I was at home last weekend when my dad and I started talking about the condominium he used to own along with our house. He once rented it to a couple whose children I knew from school. One of these kids was my classmate and I can recall saying one day, when he was poking fun at me, that my dad was his landlord and could evict him. In retrospect, this was a really low blow. The jokes he was making about me did not warrant this kind of counter. But I wanted to finish with the upper hand, so I played the best card I could think of off the top of my head.

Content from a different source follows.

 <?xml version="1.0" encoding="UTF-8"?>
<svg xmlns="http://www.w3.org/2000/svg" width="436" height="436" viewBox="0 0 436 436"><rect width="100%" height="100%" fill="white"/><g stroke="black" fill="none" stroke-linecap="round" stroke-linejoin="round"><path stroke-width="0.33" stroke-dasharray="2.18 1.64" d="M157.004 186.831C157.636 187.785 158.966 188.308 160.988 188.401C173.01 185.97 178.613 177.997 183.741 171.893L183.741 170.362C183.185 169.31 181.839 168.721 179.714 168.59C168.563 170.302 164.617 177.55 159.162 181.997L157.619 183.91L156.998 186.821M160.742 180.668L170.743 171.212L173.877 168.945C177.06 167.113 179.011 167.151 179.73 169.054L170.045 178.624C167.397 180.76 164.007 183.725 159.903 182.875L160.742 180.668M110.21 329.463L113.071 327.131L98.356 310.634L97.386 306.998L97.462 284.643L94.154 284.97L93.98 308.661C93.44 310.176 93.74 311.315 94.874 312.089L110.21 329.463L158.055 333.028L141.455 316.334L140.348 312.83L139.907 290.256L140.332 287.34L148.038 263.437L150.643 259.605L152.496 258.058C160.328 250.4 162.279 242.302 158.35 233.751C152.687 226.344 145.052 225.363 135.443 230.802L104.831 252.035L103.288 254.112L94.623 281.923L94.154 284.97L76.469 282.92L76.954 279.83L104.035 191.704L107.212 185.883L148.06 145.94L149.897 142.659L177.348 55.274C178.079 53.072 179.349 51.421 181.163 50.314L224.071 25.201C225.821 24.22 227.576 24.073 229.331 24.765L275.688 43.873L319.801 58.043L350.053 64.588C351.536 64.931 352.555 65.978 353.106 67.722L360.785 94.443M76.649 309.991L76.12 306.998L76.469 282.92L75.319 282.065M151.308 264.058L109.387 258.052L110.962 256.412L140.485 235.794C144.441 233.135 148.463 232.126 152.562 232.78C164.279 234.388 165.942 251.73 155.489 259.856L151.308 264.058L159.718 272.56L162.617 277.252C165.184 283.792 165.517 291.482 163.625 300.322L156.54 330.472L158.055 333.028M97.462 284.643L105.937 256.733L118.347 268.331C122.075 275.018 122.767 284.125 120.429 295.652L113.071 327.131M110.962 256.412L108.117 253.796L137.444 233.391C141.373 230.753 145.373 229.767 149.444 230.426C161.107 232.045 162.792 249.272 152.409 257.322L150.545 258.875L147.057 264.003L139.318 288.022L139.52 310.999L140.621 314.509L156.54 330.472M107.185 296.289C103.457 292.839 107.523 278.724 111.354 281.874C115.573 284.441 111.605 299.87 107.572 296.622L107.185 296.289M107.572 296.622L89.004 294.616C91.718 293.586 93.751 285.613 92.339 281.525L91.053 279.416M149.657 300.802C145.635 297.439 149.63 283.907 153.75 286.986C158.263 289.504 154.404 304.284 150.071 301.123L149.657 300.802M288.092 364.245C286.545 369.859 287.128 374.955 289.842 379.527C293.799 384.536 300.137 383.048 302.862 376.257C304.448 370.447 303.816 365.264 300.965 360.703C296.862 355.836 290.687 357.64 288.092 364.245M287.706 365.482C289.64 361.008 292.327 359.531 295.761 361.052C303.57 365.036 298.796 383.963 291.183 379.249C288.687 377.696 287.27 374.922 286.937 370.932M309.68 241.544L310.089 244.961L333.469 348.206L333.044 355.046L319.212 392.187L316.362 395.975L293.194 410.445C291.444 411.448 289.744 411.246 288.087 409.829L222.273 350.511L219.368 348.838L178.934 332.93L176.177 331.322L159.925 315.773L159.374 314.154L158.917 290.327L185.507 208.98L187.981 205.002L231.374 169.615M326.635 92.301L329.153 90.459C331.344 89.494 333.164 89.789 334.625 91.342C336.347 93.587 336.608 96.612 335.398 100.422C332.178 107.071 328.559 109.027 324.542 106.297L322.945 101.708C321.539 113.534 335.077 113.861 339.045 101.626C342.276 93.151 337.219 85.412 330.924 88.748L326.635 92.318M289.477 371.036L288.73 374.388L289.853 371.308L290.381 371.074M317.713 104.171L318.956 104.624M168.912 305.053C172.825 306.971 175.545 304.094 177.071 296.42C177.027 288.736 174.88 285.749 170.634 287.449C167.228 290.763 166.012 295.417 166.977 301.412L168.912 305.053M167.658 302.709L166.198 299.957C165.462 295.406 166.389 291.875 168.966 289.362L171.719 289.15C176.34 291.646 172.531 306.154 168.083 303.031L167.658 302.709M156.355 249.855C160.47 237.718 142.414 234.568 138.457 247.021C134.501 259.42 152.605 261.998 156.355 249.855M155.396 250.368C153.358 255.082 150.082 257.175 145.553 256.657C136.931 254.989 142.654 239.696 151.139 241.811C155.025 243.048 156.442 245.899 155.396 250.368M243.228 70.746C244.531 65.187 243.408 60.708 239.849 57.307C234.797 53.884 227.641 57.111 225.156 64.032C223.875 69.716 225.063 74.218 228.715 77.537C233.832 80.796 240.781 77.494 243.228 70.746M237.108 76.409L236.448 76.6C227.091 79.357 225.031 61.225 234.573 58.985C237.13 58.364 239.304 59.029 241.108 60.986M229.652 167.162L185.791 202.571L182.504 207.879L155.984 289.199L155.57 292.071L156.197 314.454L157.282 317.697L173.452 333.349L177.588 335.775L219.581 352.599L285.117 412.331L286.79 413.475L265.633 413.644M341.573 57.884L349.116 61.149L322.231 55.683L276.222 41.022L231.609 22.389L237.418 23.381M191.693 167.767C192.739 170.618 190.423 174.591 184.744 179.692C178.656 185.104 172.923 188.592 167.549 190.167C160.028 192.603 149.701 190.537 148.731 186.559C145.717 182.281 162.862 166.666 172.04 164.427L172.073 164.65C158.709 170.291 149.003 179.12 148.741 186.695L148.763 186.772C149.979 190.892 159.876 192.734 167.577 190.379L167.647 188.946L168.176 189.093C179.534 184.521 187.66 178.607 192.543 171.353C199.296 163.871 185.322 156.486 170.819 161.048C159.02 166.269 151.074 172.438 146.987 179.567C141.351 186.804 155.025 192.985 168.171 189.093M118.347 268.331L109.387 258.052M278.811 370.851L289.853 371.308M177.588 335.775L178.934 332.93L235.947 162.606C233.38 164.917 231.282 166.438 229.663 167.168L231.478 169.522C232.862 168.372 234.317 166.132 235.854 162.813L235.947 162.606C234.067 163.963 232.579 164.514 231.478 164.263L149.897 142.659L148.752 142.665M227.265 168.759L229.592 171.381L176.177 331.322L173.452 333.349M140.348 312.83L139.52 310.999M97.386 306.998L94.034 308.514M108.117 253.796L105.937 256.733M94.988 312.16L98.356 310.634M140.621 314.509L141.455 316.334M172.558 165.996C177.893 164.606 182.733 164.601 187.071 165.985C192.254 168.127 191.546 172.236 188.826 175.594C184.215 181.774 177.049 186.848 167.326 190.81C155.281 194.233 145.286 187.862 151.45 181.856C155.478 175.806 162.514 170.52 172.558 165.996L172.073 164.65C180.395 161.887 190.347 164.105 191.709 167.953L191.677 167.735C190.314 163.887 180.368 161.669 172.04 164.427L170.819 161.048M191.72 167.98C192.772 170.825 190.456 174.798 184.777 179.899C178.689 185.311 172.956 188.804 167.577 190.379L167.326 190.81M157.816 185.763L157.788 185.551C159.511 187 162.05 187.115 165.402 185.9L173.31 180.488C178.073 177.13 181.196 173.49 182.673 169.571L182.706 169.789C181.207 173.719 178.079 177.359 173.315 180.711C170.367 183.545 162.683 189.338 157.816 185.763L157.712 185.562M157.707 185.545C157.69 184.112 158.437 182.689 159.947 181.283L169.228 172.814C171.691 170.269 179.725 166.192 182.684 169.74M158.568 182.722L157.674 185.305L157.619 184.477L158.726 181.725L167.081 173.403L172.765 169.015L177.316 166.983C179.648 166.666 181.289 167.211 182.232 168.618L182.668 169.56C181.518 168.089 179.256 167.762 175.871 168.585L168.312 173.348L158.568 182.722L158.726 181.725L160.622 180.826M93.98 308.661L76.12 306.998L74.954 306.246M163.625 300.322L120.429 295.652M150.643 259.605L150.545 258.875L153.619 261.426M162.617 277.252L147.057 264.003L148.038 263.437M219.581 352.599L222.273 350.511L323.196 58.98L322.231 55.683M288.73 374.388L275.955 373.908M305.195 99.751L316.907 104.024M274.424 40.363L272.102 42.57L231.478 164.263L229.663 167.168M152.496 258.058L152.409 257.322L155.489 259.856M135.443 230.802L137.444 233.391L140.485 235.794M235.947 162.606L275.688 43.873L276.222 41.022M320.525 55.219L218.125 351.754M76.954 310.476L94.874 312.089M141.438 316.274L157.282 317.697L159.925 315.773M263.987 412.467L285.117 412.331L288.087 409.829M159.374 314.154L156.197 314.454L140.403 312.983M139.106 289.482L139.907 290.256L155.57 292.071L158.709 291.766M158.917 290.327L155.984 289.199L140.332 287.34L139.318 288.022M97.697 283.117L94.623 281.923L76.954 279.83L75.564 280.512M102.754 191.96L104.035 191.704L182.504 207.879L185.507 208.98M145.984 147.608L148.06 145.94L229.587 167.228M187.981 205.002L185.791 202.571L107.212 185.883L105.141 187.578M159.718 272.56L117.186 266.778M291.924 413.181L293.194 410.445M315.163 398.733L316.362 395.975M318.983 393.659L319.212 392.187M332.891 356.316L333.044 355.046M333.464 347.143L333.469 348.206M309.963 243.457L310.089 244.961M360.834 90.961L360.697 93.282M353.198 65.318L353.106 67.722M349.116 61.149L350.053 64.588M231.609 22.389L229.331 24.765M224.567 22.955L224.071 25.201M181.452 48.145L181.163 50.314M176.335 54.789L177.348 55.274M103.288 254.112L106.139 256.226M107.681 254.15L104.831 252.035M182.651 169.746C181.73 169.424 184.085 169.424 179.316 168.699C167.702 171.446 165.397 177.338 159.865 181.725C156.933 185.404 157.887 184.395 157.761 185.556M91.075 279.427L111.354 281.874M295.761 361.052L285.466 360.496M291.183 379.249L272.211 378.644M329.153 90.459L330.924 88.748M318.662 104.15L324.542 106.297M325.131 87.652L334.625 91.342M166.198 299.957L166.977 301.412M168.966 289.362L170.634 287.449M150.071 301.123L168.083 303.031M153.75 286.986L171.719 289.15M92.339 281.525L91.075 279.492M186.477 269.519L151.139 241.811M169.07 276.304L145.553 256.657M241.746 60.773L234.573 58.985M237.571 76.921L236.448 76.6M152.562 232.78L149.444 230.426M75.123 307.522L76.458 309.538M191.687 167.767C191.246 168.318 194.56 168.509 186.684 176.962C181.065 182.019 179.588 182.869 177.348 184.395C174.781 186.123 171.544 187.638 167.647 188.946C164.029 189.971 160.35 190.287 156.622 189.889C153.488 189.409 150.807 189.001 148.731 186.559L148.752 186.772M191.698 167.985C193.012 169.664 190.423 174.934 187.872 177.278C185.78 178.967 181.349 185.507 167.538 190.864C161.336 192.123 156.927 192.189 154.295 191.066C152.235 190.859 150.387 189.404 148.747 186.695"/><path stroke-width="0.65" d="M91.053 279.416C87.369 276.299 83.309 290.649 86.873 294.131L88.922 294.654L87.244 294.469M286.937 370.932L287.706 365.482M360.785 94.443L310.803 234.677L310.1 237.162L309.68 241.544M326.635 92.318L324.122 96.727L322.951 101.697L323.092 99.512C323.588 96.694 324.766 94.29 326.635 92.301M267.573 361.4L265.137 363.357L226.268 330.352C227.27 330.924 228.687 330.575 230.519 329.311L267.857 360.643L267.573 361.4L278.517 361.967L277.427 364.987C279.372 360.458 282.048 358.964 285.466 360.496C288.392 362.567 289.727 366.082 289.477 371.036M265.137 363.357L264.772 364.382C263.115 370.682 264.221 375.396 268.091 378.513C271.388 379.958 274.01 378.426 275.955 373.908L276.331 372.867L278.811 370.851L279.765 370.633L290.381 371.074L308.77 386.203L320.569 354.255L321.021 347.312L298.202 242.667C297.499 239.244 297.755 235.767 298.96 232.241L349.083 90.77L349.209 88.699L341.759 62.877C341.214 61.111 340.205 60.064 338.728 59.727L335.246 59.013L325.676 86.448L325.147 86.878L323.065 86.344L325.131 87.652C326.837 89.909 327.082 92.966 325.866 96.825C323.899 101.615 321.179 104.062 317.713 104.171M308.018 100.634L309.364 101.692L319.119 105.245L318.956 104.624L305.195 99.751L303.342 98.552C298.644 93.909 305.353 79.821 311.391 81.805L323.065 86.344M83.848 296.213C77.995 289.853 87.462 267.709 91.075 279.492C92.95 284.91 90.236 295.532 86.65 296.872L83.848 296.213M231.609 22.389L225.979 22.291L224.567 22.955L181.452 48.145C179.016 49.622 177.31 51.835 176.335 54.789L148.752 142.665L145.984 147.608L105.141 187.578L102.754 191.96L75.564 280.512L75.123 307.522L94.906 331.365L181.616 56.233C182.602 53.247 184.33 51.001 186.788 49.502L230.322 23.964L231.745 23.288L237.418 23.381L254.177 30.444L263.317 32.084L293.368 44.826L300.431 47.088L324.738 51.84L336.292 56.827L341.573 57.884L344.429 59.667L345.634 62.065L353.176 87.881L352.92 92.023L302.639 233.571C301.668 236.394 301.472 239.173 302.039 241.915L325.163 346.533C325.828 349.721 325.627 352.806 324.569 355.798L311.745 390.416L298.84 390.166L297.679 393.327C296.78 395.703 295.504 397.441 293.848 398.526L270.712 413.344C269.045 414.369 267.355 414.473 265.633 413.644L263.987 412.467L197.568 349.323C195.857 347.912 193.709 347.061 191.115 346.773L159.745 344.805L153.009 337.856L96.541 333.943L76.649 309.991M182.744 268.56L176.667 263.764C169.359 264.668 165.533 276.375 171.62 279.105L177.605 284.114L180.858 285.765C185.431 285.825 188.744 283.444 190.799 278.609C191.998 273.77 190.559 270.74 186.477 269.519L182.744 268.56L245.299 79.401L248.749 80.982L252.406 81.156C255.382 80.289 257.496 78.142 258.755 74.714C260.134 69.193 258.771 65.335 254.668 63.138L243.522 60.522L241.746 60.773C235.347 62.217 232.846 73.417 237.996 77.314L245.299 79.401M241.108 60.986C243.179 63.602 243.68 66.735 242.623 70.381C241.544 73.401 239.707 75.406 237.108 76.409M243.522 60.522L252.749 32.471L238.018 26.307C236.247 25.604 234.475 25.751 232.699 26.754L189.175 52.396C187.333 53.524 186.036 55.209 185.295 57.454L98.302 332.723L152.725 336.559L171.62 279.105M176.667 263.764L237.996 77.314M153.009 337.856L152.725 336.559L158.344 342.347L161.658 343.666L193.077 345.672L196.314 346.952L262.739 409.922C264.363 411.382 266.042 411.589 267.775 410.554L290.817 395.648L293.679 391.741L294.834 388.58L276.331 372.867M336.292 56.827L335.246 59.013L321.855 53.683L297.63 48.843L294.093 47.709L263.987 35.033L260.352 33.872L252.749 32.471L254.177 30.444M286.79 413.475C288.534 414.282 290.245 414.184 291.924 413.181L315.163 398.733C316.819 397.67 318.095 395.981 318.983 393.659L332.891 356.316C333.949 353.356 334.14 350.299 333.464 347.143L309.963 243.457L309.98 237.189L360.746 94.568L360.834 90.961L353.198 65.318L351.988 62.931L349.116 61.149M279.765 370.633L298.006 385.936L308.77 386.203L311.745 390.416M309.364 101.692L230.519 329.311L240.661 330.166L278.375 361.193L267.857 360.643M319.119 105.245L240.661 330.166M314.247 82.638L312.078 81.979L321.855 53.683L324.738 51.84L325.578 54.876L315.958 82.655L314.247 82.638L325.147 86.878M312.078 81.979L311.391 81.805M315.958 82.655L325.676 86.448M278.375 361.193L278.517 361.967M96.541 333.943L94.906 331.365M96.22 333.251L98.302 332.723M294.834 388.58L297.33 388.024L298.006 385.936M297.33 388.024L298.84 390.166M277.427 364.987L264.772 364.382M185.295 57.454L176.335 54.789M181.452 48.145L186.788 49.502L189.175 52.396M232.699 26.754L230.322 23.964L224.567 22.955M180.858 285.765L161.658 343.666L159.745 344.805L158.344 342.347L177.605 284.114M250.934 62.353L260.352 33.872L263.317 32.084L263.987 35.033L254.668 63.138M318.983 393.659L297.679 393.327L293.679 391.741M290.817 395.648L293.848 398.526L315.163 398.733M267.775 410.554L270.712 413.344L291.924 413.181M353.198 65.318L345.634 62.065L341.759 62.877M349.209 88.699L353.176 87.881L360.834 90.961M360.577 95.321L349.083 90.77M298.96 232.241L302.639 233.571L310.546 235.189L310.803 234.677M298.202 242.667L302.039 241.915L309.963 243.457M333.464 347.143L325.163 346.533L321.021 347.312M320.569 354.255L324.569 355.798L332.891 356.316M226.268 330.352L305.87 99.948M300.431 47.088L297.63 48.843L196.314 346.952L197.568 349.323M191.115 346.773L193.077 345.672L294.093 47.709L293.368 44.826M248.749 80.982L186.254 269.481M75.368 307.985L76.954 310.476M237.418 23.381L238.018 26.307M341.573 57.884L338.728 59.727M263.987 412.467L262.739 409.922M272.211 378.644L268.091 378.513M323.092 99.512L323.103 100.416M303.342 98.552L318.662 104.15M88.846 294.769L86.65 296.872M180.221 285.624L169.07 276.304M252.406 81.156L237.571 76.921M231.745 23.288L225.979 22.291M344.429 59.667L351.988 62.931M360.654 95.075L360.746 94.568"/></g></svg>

He didn't say anything about it to his parents. I could tell because my parents never got a call from his parents about what had happened at school. The exchange stuck with me, though. I'm no longer worried about being scolded by my folks, but I am interested in how the space that a man calls home can be claimed by another. Renting apartments for college is one thing, but to truly dwell in place that is not really one's own is, I would imagine, unsettling. Maybe that's the reason why part of the American dream is to buy a home. The Levittowns of 1950s New York support this notion: everyone needed to own land, not matter how akin it was to the plot next door. Not having this piece of the dream leaves one isolated from the ideal and unnerved with oneself. I've noticed that true adulthood in this country is achieved when one leaves his or her parents and moves into a house of one's own. Maybe it's this tension between childhood and adulthood that brought up to the topic of the condo when I was talking at home with my dad. College is creeping closer to a close with the passing of each semester and I'm still not ready to grow up!